- Kankuria Location in West Bengal, India Kankuria Kankuria (India)
- Coordinates: 24°39′08″N 87°57′38″E﻿ / ﻿24.65232°N 87.96043°E
- Country: India
- State: West Bengal
- District: Murshidabad
- Established: 15 August 1947

Government
- • Type: Rural area
- • Body: Gram Panchayat

Area
- • Total: 3.46 km^{2} (1.34 sq mi)

Population (2011)
- • Total: 36,925
- • Density: 10,700/km^{2} (27,600/sq mi)

Languages
- • Official: Bengali, English
- Time zone: UTC+5:30 (IST)
- PIN: 742202
- Vehicle registration: WB58, WB94
- Lok Sabha constituency: Maldaha Dakshin
- Vidhan Sabha constituency: Samserganj
- Website: murshidabad.nic.in

= Kankuria =

Kankuria is a census town in the Samserganj CD block, under the Dhulian Circle Area in the Jangipur subdivision of the Murshidabad district in the Indian state of West Bengal.

==Geography==

===Location===
Kankuria is located at .

According to the map of Samserganj CD block in the District Census Handbook, Murshidabad, Anup Nagar, Jafrabad, Kankuria, Kohetpur, Jaykrishnapur, Uttar Mahammadpur, Chachanda, Basudebpur and Dhusaripara form a series of census towns from Dhuliyan, a municipal town.

===Area overview===
Jangipur subdivision is crowded with 52 census towns and as such it had to be presented in two location maps. One of the maps can be seen alongside. The subdivision is located in the Rarh region that is spread over from adjoining Santhal Pargana division of Jharkhand. The land is slightly higher in altitude than the surrounding plains and is gently undulating. The river Ganges, along with its distributaries, is prominent in both the maps. At the head of the subdivision is the 2,245 m long Farakka Barrage, one of the largest projects of its kind in the country. Murshidabad district shares with Bangladesh a porous international border which is notoriously crime prone (partly shown in this map). The subdivision has two large power plants - the 2,100 MW Farakka Super Thermal Power Station and the 1,600 MW Sagardighi Thermal Power Station. According to a 2016 report, there are around 1,000,000 (1 million/ ten lakh) workers engaged in the beedi industry in Jangipur subdivision. 90% are home-based and 70% of the home-based workers are women. As of 2013, an estimated 2.4 million people reside along the banks of the Ganges alone in Murshidabad district. Severe erosion occurs along the banks.

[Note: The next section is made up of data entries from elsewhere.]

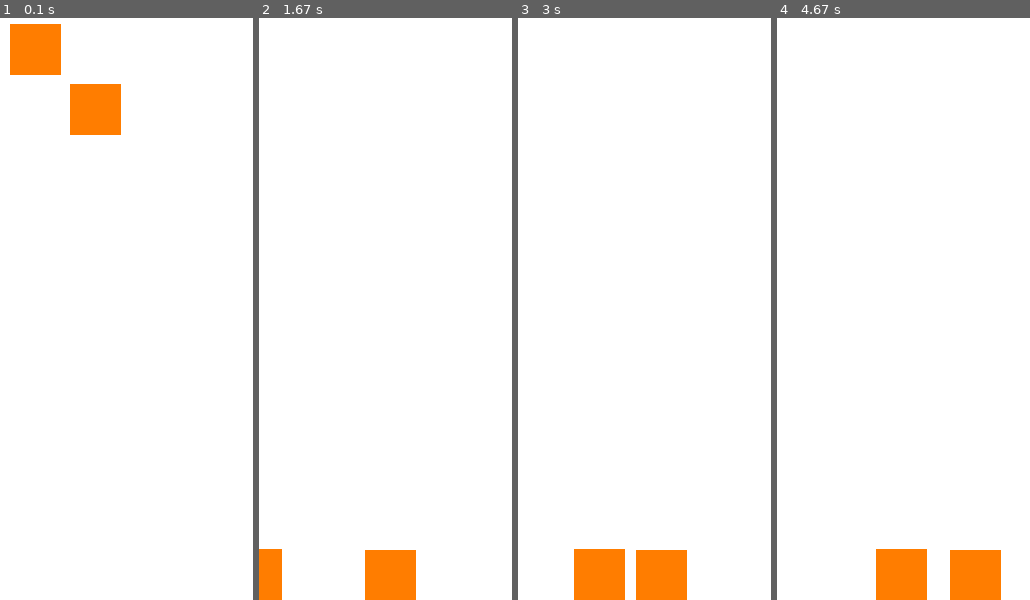
Above: before the commit, frames 1-4 (left to right).
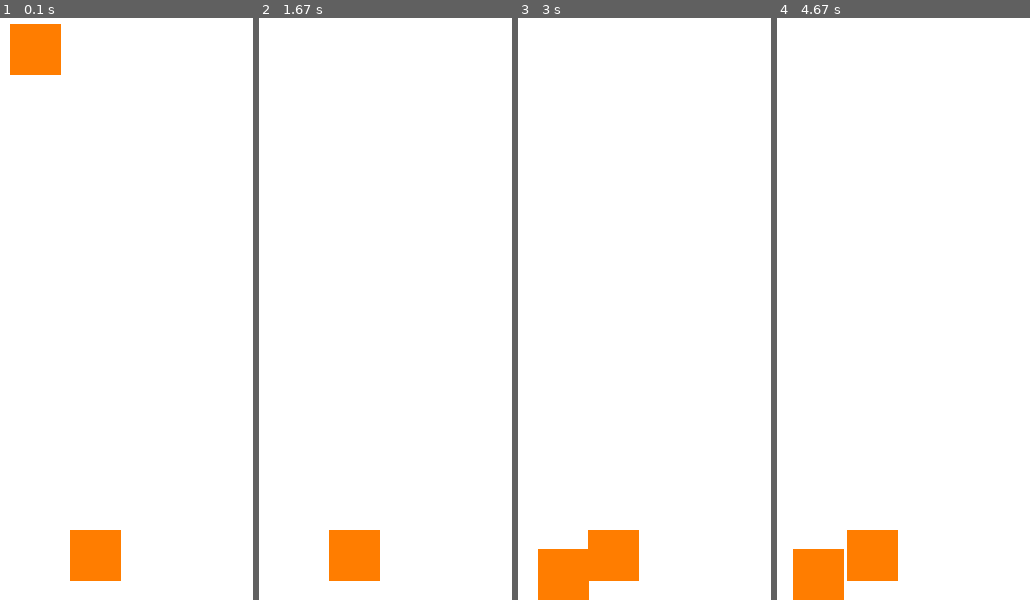
Above: after the commit, the same moments.

Repository: NeoZett-School/Python-Rectangle
Game: pygame game, started from collision_test.py
Two runs of this game, one before a commit and one after it. Both use one fixed random seed, a clock stepped at 60 frames per second and the inputs below.
Inputs:
- Up to frame 1 (0.1 s): no input
- Up to frame 2 (1.67 s): hold D 0.33-0.8 s; hold A from 1.33 s (still down)
- Up to frame 3 (3 s): release A at 1.87 s; hold D 2.33-2.97 s
- Up to frame 4 (4.67 s): hold A 3-3.47 s; hold D 3.5-3.97 s; hold D 4-4.47 s; hold A from 4.5 s (still down)

The runs differ from the first frame. In frame 1, 3.5% of the frame differs, in the area x 27-48%, y 11-97%; in frame 2, 3.7%; in frame 3, 4.3%; in frame 4, 6.1%, in the area x 6-89%, y 87-100%.

Commit message:
Improved the collision test with a normal static box instead of a physics-packed box.

Diff:
--- a/collision_test.py
+++ b/collision_test.py
@@ -1,4 +1,5 @@
 from Rectangle import pygame_phys_premade as rtngle_phys_premade
+from Rectangle import pygame_phys as rtngle_phys
 from Rectangle.spatial_grid import SpatialGrid
 from Rectangle import Rect, Color
 import pygame
@@ -24,9 +25,9 @@
 
 grid.add_object(player, player.rect)
 
-box = rtngle_phys_premade.Box(
+box = rtngle_phys.Box(
     surface = screen,
-    rect = Rect(70, 70, 50, 50),
+    rect = Rect(70, HEIGHT-70, 50, 50),
     color = ORANGE,
 )
 
@@ -45,7 +46,6 @@
     player.update(pressed_keys, dt)
     player.render()
 
-    box.update([], dt)
     box.render()
 
     grid.update(player, player.rect)

Note: The two maps present some of the notable locations in the subdivision. All places marked in the maps are linked in the larger full screen maps.

==Demographics==
According to the 2011 Census of India, Kankuria had a population of 36,925, of which 18,157 (49%) were males and 18,768 (51%) were females. Population in the age range 0–6 years was 7,430. The total number of literate persons in Kankuria was 15,640 (53.03% of the population over 6 years) that is lower than the state average of 76.26%. Male literacy is around 58.21% while female literacy rate is 48.03%.

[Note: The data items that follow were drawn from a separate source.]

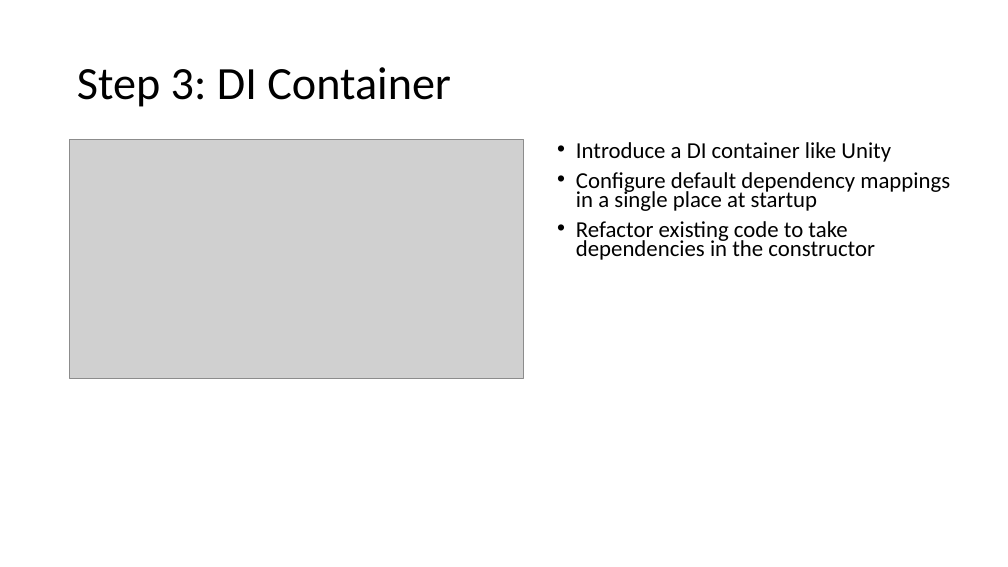
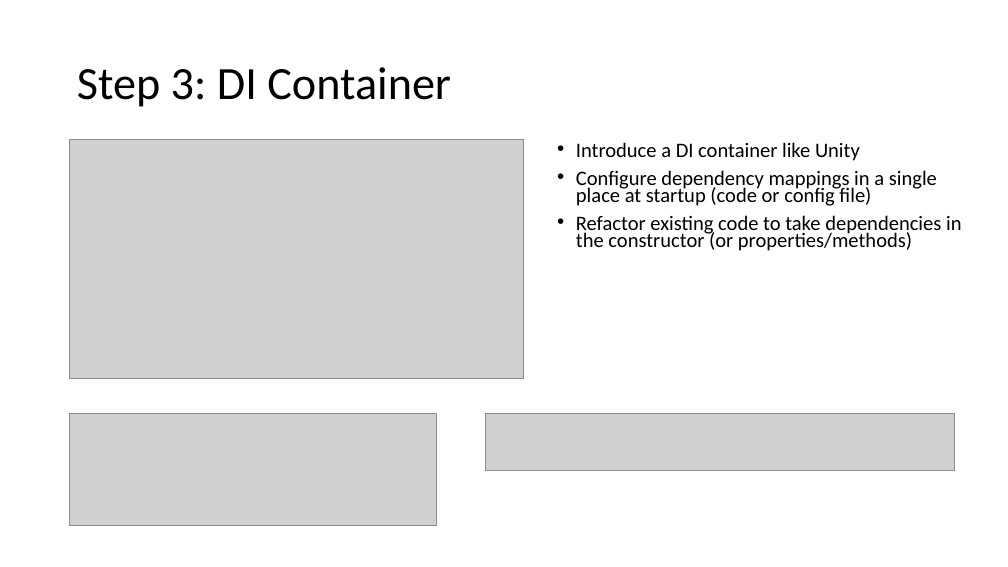
Before and after one commit to johnwpowell/mypizza, a slide deck: slide 9 of DI-Mocking-UnitTesting.pptx (slide 8 before the commit). Drawn at 1008x567 pixels with LibreOffice and Linux fonts; fonts in the diff are those of the drawing; grey boxes stand for pictures. Boxes give left, top, right and bottom in pixels: in the first picture for what was removed or moved away, otherwise in the second. Text is boxed around its words. In the diff, an @@ line names an element or a change of style, - is before the commit and + after.

```diff
--- a/DI-Mocking-UnitTesting.pptx
+++ b/DI-Mocking-UnitTesting.pptx
@@ text at <box>576,142,860,161</box>: size 21.7 to 19.6 pt in "Introduce a DI container like Unity" @@
@@ text at <box>576,170,962,251</box>: text changed; size 21.7 to 19.6 pt @@
-• Configure default dependency mappings in a single place at startup
-• Refactor existing code to take dependencies in the constructor
+• Configure dependency mappings in a single place at startup (code or config file)
+• Refactor existing code to take dependencies in the constructor (or properties/methods)
@@ picture added at <box>70,413,437,525</box> @@
@@ picture added at <box>486,413,955,470</box> @@
```
Also in this commit, not shown: 6 other slides changed, 2 slides added, 8 other files.

As of 2001 India census, Kankuria had a population of 27,372. Males were 50% of the population and females 50%. The average literacy rate was 31%, lower than the national average of 59.5%; male literacy was 39%, and female literacy was 23%, and 23% of the population was under 6 years of age.

==Infrastructure==
According to the District Census Handbook, Murshidabad, 2011, Kankuria covered an area of 3.46 km^{2}. It had 8 km roads. The protected water-supply involved service reservoir, hand pump. It had 600 domestic electric connections. Among the medical facilities it had 3 dispensaries/ health centres, 4 family welfare centres, 4 maternity & child welfare centre, 3 medicine shops. Among the educational facilities, it had 22 primary schools, 1 middle school, 1 secondary school, 1 senior secondary school, general degree college at Dak Bungalow 5 km away. It had 1 non-formal education centre (Sarva Shiksha Abhiyan). Among the social, cultural & recreational facilities it had 1 auditorium/ community hall, 1 public library. It produced beedi. It had the branch offices of 1 nationalised bank, 1 agricultural credit society.

==Education==
College : Nur Mohammad Smriti Mohavidyalaya, affiliated to Kalyani University and located beside NH34 highway.

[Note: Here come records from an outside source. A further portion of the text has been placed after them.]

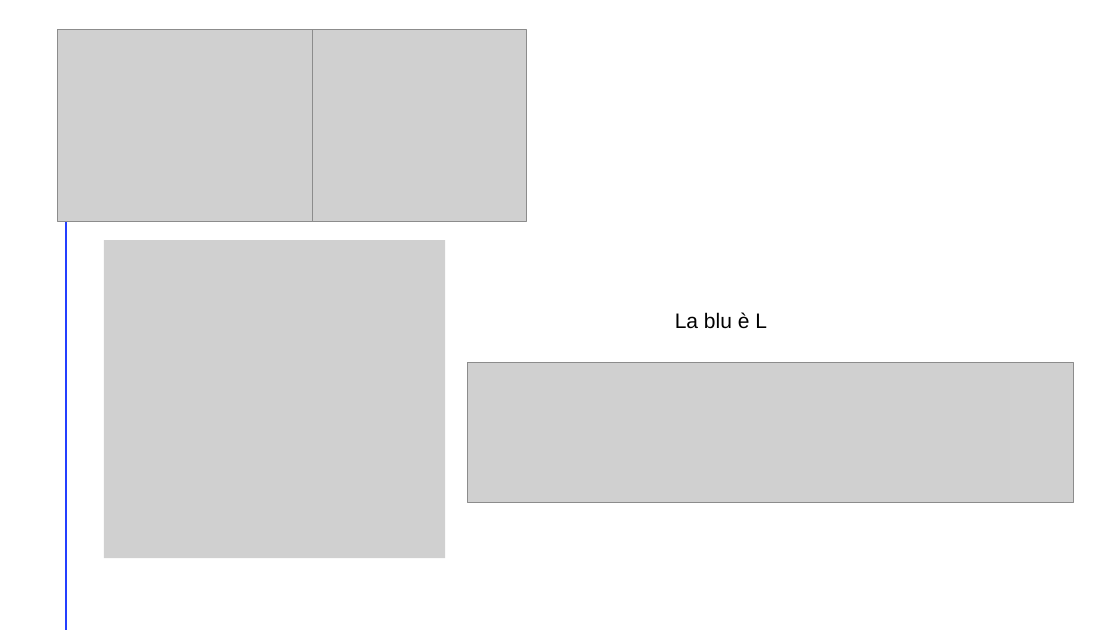
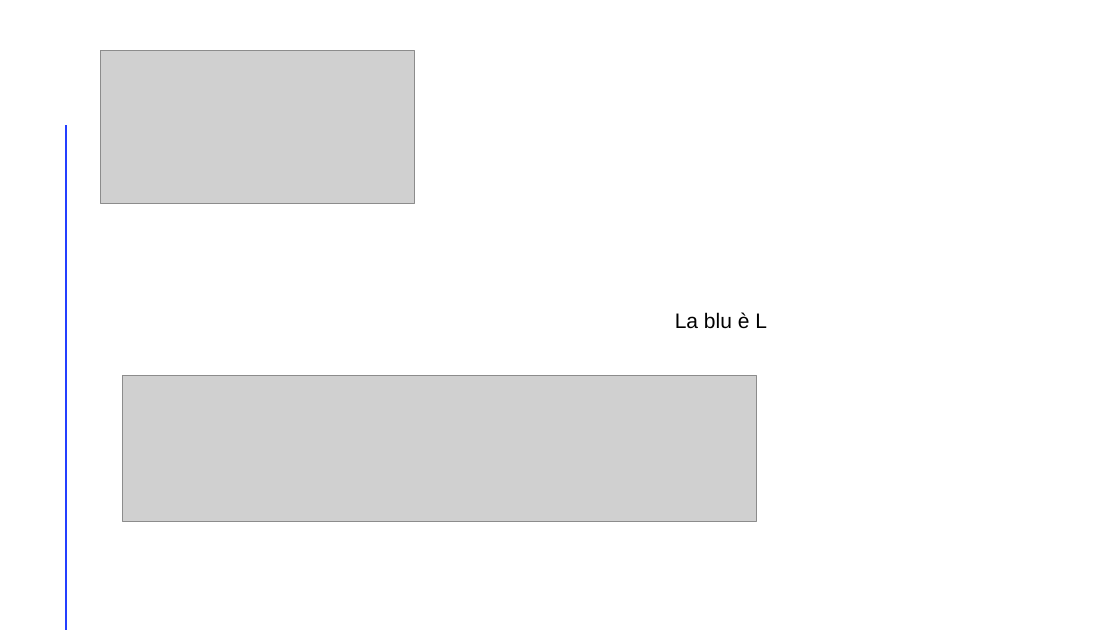
Before and after one commit to RiccardoSC2050/Progetto-sistemi-elettronici, a slide deck: slide 16 of presentazione/presentazione.pptx (slide 15 before the commit). Drawn at 1120x630 pixels with LibreOffice and Linux fonts; fonts in the diff are those of the drawing; grey boxes stand for pictures. Boxes give left, top, right and bottom in pixels: in the first picture for what was removed or moved away, otherwise in the second. Text is boxed around its words. In the diff, an @@ line names an element or a change of style, - is before the commit and + after.

```diff
--- a/presentazione/presentazione.pptx
+++ b/presentazione/presentazione.pptx
@@ picture removed at (58,29,313,222) @@
@@ picture removed at (313,29,527,222) @@
@@ picture added at (101,51,415,203) @@
@@ picture removed at (104,240,445,559) @@
@@ picture added at (123,376,756,522) @@
@@ picture removed at (467,363,1073,503) @@
```
Also in this commit, not shown: 13 other slides changed, 2 slides added, 1 slide removed, 4 other files.

School: Saheb Nagar High School affiliated to West Bengal board of secondary education. Saheb Nagar High School (H.S).

==Economy==
Biri industry (nicotine industry): Most of people involved in nicotine industry, especially women.

==Healthcare==
Hospitals: Tarapur Hospital (government), Anup Nagar Hospital (government), DDH Hospital (private). These hospitals are in Dhulian.

Samserganj CD block is one of the areas of Murshidabad district where ground water is affected by a high level of arsenic contamination. The WHO guideline for arsenic in drinking water is 10 mg/ litre, and the Indian Standard value is 50 mg/ litre. The maximum concentration in Samserganj CD block is 287 mg/litre.